Records from a data source

###

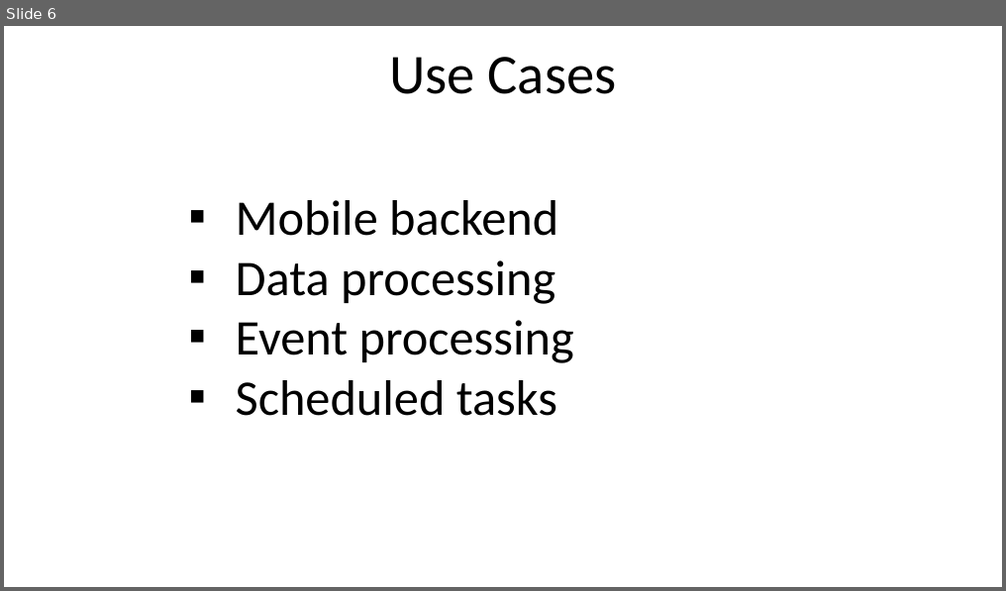
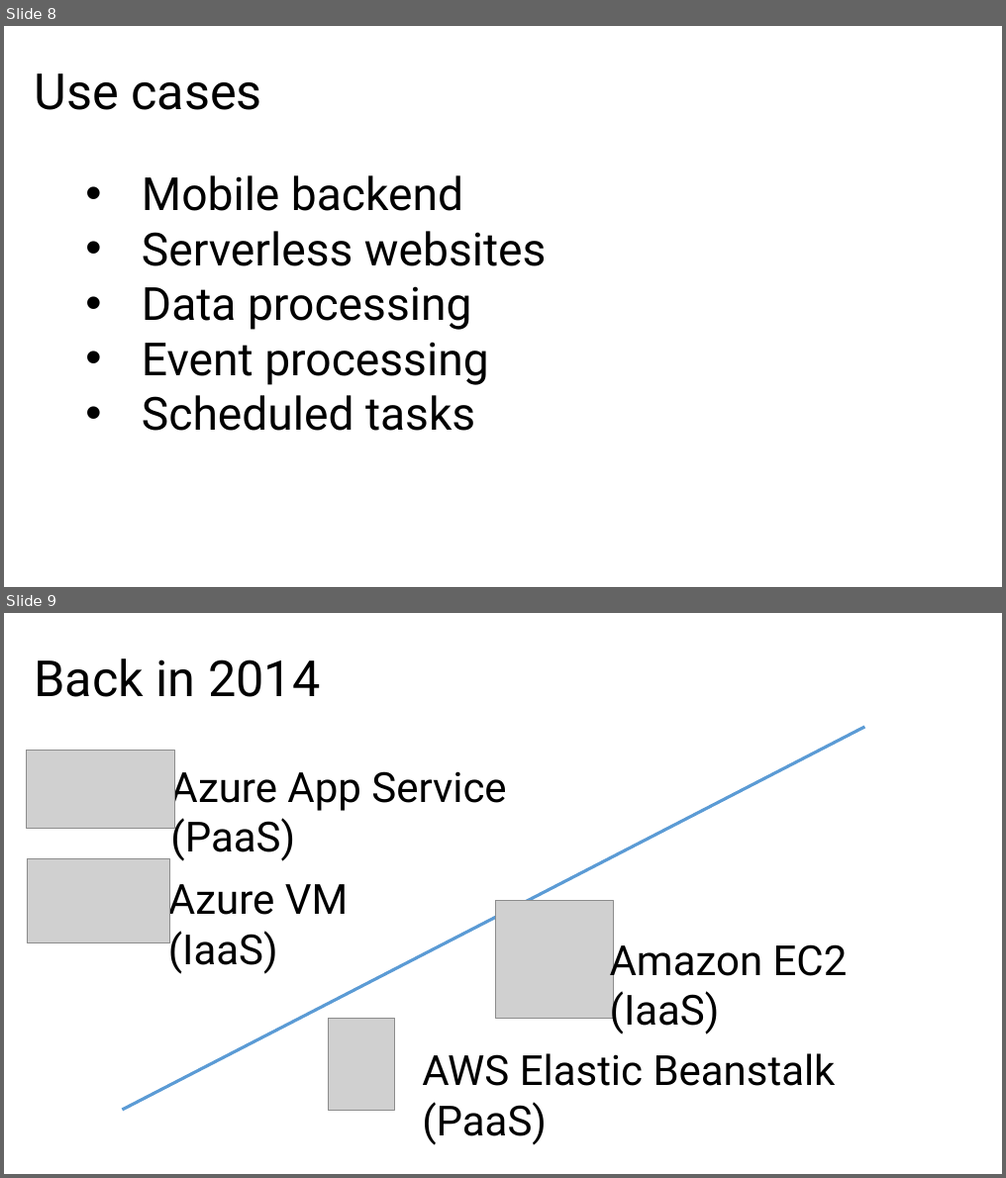
Before and after one commit to alex-zyl/FunctionsVSLambda, a slide deck: Presentation/Presentation.pptx. Shown one above the other, each under a label of ours: slide 6 before the commit, slides 8 and 9 after it. The pictures are 1006x591 and 1006x1178 pixels, drawn with LibreOffice and Linux fonts; fonts in the diff are those of the drawing; grey boxes stand for pictures. Boxes give left, top, right and bottom in pixels: in the first picture for what was removed or moved away, otherwise in the second. Text is boxed around its words. In the diff, an @@ line names an element or a change of style, - is before the commit and + after.

```diff
--- a/Presentation/Presentation.pptx
+++ b/Presentation/Presentation.pptx
@@ slide 9 added at [4, 613, 1002, 1174], background #FFFFFF @@
@@ text added at [34, 659, 320, 697], 48 pt, text #000000 @@
+Back in 2014
@@ line added from (865, 727) to (122, 1110), #5B9BD5 3 pt @@
@@ picture added at [27, 751, 174, 829] @@
@@ text added at [170, 764, 506, 861], 40 pt, text #000000 @@
+Azure App Service (PaaS)
@@ picture added at [27, 859, 169, 943] @@
@@ text added at [168, 876, 348, 974], 40 pt, text #000000 @@
+Azure VM (IaaS)
@@ picture added at [496, 901, 614, 1019] @@
@@ text added at [610, 938, 847, 1035], 40 pt, text #000000 @@
+Amazon EC2 (IaaS)
@@ picture added at [328, 1018, 395, 1110] @@
@@ text added at [422, 1054, 836, 1146], 40 pt, text #000000 @@
+AWS Elastic Beanstalk (PaaS)
@@ what was slide 6 is now slide 8 @@
@@ slide 8 changed as well @@
@@ text at [34, 74, 261, 110]: text changed; size 54 to 48 pt; font Calibri to Roboto @@
-Use Cases
+Use cases
@@ text "Mobile backend": place and size @@
-text "Mobile backend" at [236, 200, 574, 416]
+text "Mobile backend" at [142, 175, 547, 431]
@@ text at [142, 175, 488, 431]: size 48 to 44 pt, font Calibri to Roboto in "Mobile backend", "Data processing", "Event processing", "Scheduled tasks"; bullet ▪ to • @@
@@ text at [142, 231, 547, 267]: paragraph added @@
+• Serverless websites
```
Also in this commit, not shown: 25 other slides changed, 11 other slides added, 3 slides removed, 23 other files.
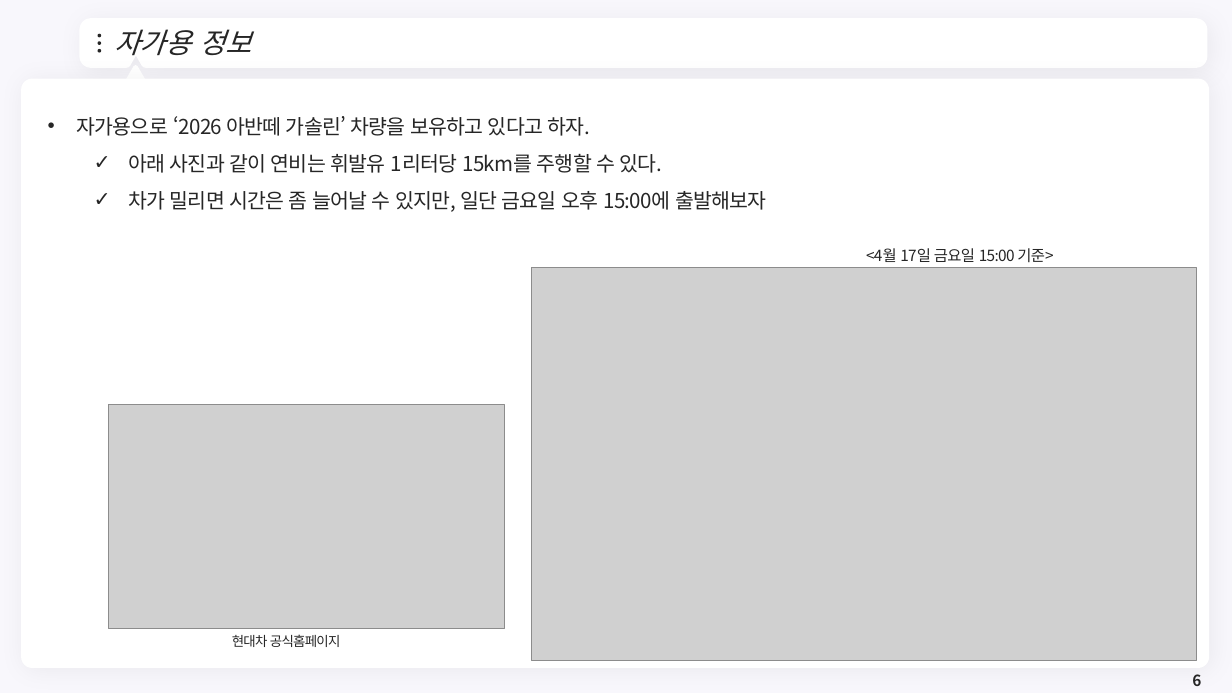
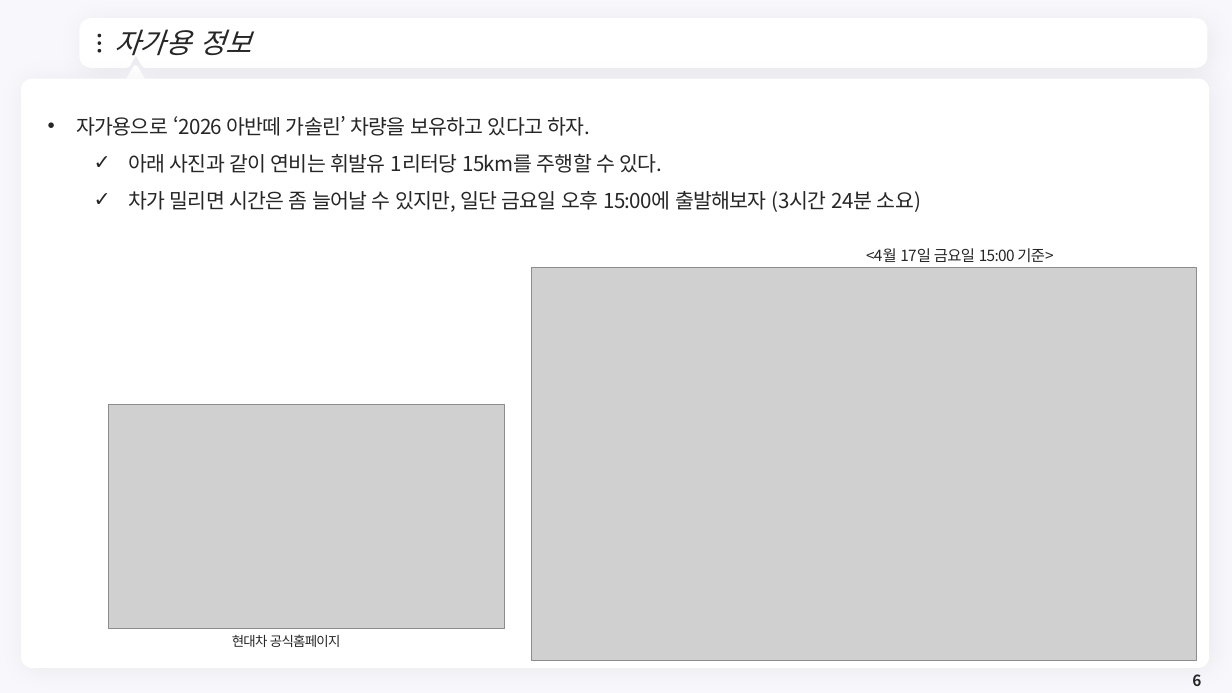
Before and after one commit to meandthey/Teaching, a slide deck: slide 6 of 생활속의 경제/01_Lectures/생활속의 경제_(에너지경제)_2.pptx. Drawn at 1232x693 pixels with LibreOffice and Linux fonts; fonts in the diff are those of the drawing; grey boxes stand for pictures; background and template pictures are left out. Boxes give left, top, right and bottom in pixels: in the first picture for what was removed or moved away, otherwise in the second. Text is boxed around its words. In the diff, an @@ line names an element or a change of style, - is before the commit and + after.

```diff
--- a/생활속의 경제/01_Lectures/생활속의 경제_(에너지경제)_2.pptx
+++ b/생활속의 경제/01_Lectures/생활속의 경제_(에너지경제)_2.pptx
@@ text at box(128, 191, 921, 212): text changed @@
-  ✓ 차가 밀리면 시간은 좀 늘어날 수 있지만, 일단 금요일 오후 15:00에 출발해보자
+  ✓ 차가 밀리면 시간은 좀 늘어날 수 있지만, 일단 금요일 오후 15:00에 출발해보자 (3시간 24분 소요)
```
Also in this commit, not shown: 15 other slides changed, 10 other files.

###

TASK BRIEF:
All of the data should come back exactly as written, but without pictures.

SOLVED PROBLEM:
Before and after one commit to alex-zyl/FunctionsVSLambda, a slide deck: Presentation/Presentation.pptx. Shown one above the other, each under a label of ours: slide 6 before the commit, slides 8 and 9 after it. The pictures are 1006x591 and 1006x1178 pixels, drawn with LibreOffice and Linux fonts; fonts in the diff are those of the drawing; grey boxes stand for pictures. Boxes give left, top, right and bottom in pixels: in the first picture for what was removed or moved away, otherwise in the second. Text is boxed around its words. In the diff, an @@ line names an element or a change of style, - is before the commit and + after.

```diff
--- a/Presentation/Presentation.pptx
+++ b/Presentation/Presentation.pptx
@@ slide 9 added at [4, 613, 1002, 1174], background #FFFFFF @@
@@ text added at [34, 659, 320, 697], 48 pt, text #000000 @@
+Back in 2014
@@ line added from (865, 727) to (122, 1110), #5B9BD5 3 pt @@
@@ picture added at [27, 751, 174, 829] @@
@@ text added at [170, 764, 506, 861], 40 pt, text #000000 @@
+Azure App Service (PaaS)
@@ picture added at [27, 859, 169, 943] @@
@@ text added at [168, 876, 348, 974], 40 pt, text #000000 @@
+Azure VM (IaaS)
@@ picture added at [496, 901, 614, 1019] @@
@@ text added at [610, 938, 847, 1035], 40 pt, text #000000 @@
+Amazon EC2 (IaaS)
@@ picture added at [328, 1018, 395, 1110] @@
@@ text added at [422, 1054, 836, 1146], 40 pt, text #000000 @@
+AWS Elastic Beanstalk (PaaS)
@@ what was slide 6 is now slide 8 @@
@@ slide 8 changed as well @@
@@ text at [34, 74, 261, 110]: text changed; size 54 to 48 pt; font Calibri to Roboto @@
-Use Cases
+Use cases
@@ text "Mobile backend": place and size @@
-text "Mobile backend" at [236, 200, 574, 416]
+text "Mobile backend" at [142, 175, 547, 431]
@@ text at [142, 175, 488, 431]: size 48 to 44 pt, font Calibri to Roboto in "Mobile backend", "Data processing", "Event processing", "Scheduled tasks"; bullet ▪ to • @@
@@ text at [142, 231, 547, 267]: paragraph added @@
+• Serverless websites
```
Also in this commit, not shown: 25 other slides changed, 11 other slides added, 3 slides removed, 23 other files.
Before and after one commit to meandthey/Teaching, a slide deck: slide 6 of 생활속의 경제/01_Lectures/생활속의 경제_(에너지경제)_2.pptx. Drawn at 1232x693 pixels with LibreOffice and Linux fonts; fonts in the diff are those of the drawing; grey boxes stand for pictures; background and template pictures are left out. Boxes give left, top, right and bottom in pixels: in the first picture for what was removed or moved away, otherwise in the second. Text is boxed around its words. In the diff, an @@ line names an element or a change of style, - is before the commit and + after.

```diff
--- a/생활속의 경제/01_Lectures/생활속의 경제_(에너지경제)_2.pptx
+++ b/생활속의 경제/01_Lectures/생활속의 경제_(에너지경제)_2.pptx
@@ text at box(128, 191, 921, 212): text changed @@
-  ✓ 차가 밀리면 시간은 좀 늘어날 수 있지만, 일단 금요일 오후 15:00에 출발해보자
+  ✓ 차가 밀리면 시간은 좀 늘어날 수 있지만, 일단 금요일 오후 15:00에 출발해보자 (3시간 24분 소요)
```
Also in this commit, not shown: 15 other slides changed, 10 other files.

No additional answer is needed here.